Berani Ketawa ala Jakarta
gambar: dari netizen, twitter, google image, @bukik, @ReneCC |
Tidak ada yang dapat memprediksi, tidak akan pernah terduga apa, bagaimana dan kapan sebuah peristiwa (akan) terjadi.
Siang, 14 Januari 2016, Jakarta kedatangan
tamu tak dikenal yang secara sangat
tidak sopan dan manusiawi menampar keras kami, tuan rumah kota ini dan memberi
kami makan siang dengan menu senjata dan darah. Jakarta, diserang aksi teror!
Namun, secara mengejutkan pula, kami
memberi mereka, si tamu-tamu kurang ajar ini, respon balik yang memojokkan
kepengecutan mereka. Secara bersamaan dan serentak, hati kami melawan, tidak
rela rumah kediaman kami, kota kami, didatangi orang asing yang merampas
kedamaian dan ketenangan hati.
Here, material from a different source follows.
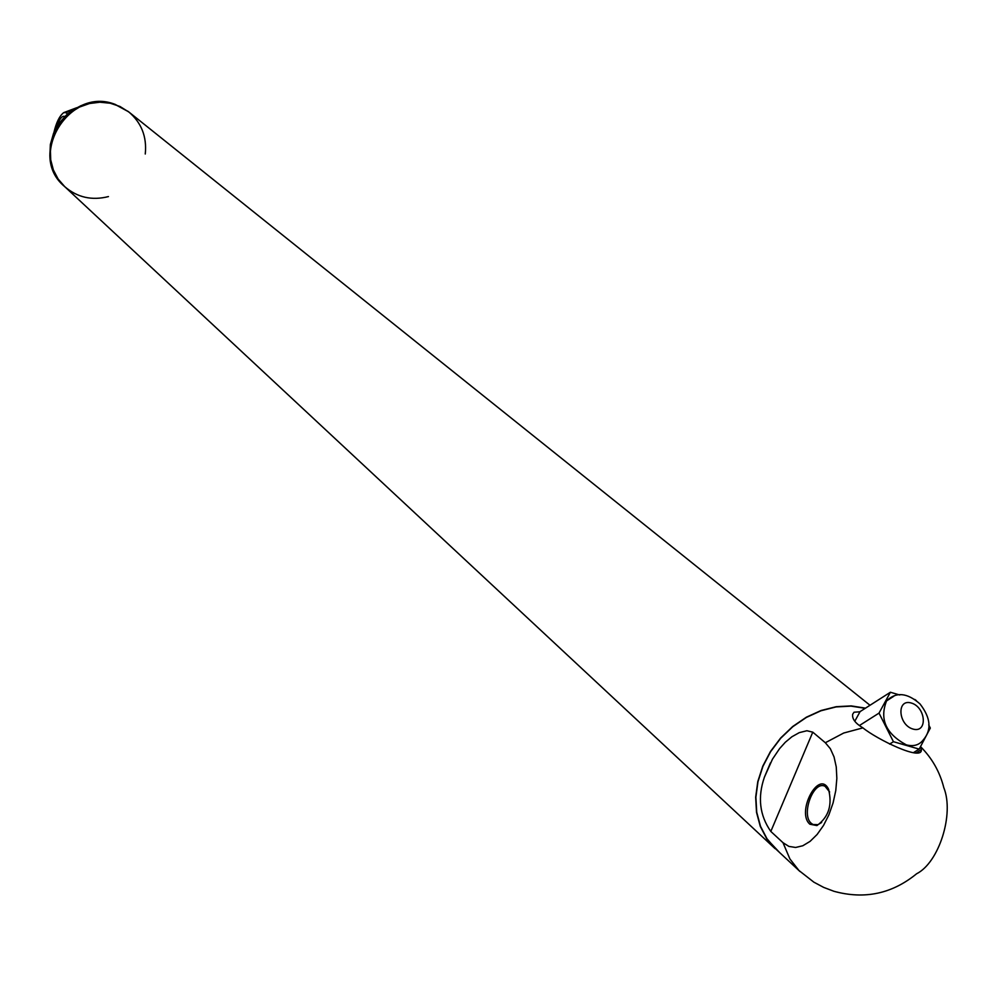 <?xml version="1.0" encoding="UTF-8"?>
<svg xmlns="http://www.w3.org/2000/svg" width="997" height="997" viewBox="0 0 997 997"><rect width="100%" height="100%" fill="white"/><g stroke="black" fill="none" stroke-linecap="round" stroke-linejoin="round"><path stroke-width="1.5" d="M74.638 108.897L65.989 112.673L63.733 112.624C59.546 115.851 56.281 122.457 53.938 132.427M65.989 112.673L67.547 114.019M64.73 116.637L64.481 116.375C61.901 115.64 59.172 119.416 56.293 127.703M770.818 831.436C759.614 815.372 757.471 797.276 764.412 777.174L772.463 759.178L779.579 748.622L785.287 742.279L791.892 736.771L799.258 732.645L806.909 730.739L812.779 732.159L770.818 831.436L782.994 842.689L788.914 846.416L795.618 847.462L802.809 845.755L810.1 841.356L817.116 834.477L823.51 825.454L828.931 814.761L833.081 802.921L835.773 790.584L836.844 778.383L836.259 766.955L834.04 756.885L830.327 748.685L825.329 742.74L812.779 732.159M906.298 744.859C913.539 746.728 919.147 745.12 923.147 740.048C931.871 729.991 930.824 717.952 920.019 703.944C907.195 692.641 896.041 691.631 886.57 700.903C879.354 719.186 885.934 733.829 906.298 744.859M893.91 696.18L886.57 700.903M916.368 700.604L914.735 699.42M899.73 694.996L890.396 692.242L879.018 713.104L893.437 741.706L919.184 749.121L930.313 728.059L928.706 724.894M890.396 692.242L860.099 711.596L854.79 721.242M920.393 746.853L921.353 749.707C922.499 761.683 876.724 739.201 862.928 727.872C855.339 723.361 851.924 718.812 852.684 714.226L854.005 712.219L860 711.783M829.629 791.992L825.092 786.334C813.527 779.903 800.591 814.96 811.384 823.41L813.053 824.519L818.014 824.656L821.665 822.488M920.518 746.616C932.045 758.156 939.81 771.84 943.81 787.667C954.403 813.926 939.062 862.492 916.604 873.771C892.091 893.811 864.549 899.655 833.991 891.306L823.659 887.392L813.901 882.195L798.946 870.506L789.898 858.928L782.994 842.689M809.913 824.232L816.942 825.566C828.706 817.066 832.545 804.878 828.47 789.026C818.637 769.173 795.918 812.455 809.913 824.232M865.222 708.319L850.989 706.125L836.047 706.935L820.98 710.761L806.349 717.441L792.74 726.738L780.663 738.291L770.606 751.663L762.942 766.332L757.969 781.723L755.888 797.239L756.735 812.281L760.499 826.289L766.992 838.739L775.965 849.145L799.98 871.515M919.184 749.121L913.289 752.735M893.437 741.706L889.573 744.098M879.018 713.104L859.426 725.529M129.149 112.225L119.964 106.467L110.231 103.227L99.912 102.217L89.493 103.526L79.461 107.078L70.313 112.698L62.499 120.139L56.38 129.037L52.268 138.944L50.349 149.4L50.722 159.894L53.352 169.914L58.1 178.986L64.755 186.676C26.969 155.557 69.616 86.34 115.453 104.66L128.625 111.801C141.462 122.656 147.008 136.714 145.263 153.999M865.496 708.144L851.214 705.901L836.234 706.699L821.092 710.5L806.411 717.179L792.727 726.489L780.601 738.067L770.482 751.476L762.78 766.182L757.782 781.623L755.664 797.201L756.511 812.306L760.275 826.376L766.793 838.863L779.48 852.423M108.436 196.583C91.861 200.771 77.305 197.468 64.755 186.676L775.08 848.646M770.419 762.917L764.412 777.174M825.329 742.74L843.686 733.032L862.928 727.872M912.965 729.056C927.858 733.48 926.076 707.209 911.283 703.01C896.428 698.473 898.06 724.831 912.965 729.056M115.091 104.373L128.264 111.514L114.967 104.286L106.654 102.292L98.042 101.844L89.418 102.978L81.069 105.645L73.255 109.757L66.238 115.191L59.234 123.105L53.564 133.286L50.373 144.415L49.85 155.868L51.383 164.866L54.361 172.83L58.736 180.046L64.344 186.302C26.67 155.146 69.316 86.066 115.091 104.373M76.719 107.726L63.733 112.624M813.053 824.519L815.023 825.055M916.231 752.847L921.353 749.707M828.868 790.247L828.47 789.026M818.014 824.656L816.942 825.566M128.264 111.514L870.007 705.265"/></g></svg>

Ah, terlalu sopan kalau kita menyebut mereka tamu.
Mari kita sebut mereka maling! Siang-siang maling! Maling nyawa.
Hati kami makin satu dengan kesadaran
penuh bahwa nyawa lepas nyawa, kepala lepas kepala, nama lepas nama, pribadi
lepas pribadi, yang menjadi satu keluarga di Jakarta ini, membutuhkan rantai
dukungan untuk mematahkan segala bentuk ketakutan yang si maling nyawa sebarkan.
Karenanya, kami saling menularkan sikap
berani, dalam kapasitas dan intensitas sebanyak yang dibutuhkan untuk
menihilkan efek teror ini, serta menaruh percaya kepada mereka yang menempatkan
dirinya di garda depan, untuk melindungi dan menjaga kota dan negeri kami. Dan siang
itu, kami berhasil melakukannya. Sepanjang siang sampai menjelang petang. Tapi,
bukannya maling kalau tidak ada yang diambil. Mereka berhasil mengambil dari
kami―Tuhan
tidak mengijinkan mereka mendapatkan banyak―, melukai beberapa dari kami,
dan sungguh nista, seperti butuh mata dan panggung teater untuk disaksikan, mereka juga merenggut nyawanya sendiri,
tanpa hormat mengambil wewenang Sang Ilahi.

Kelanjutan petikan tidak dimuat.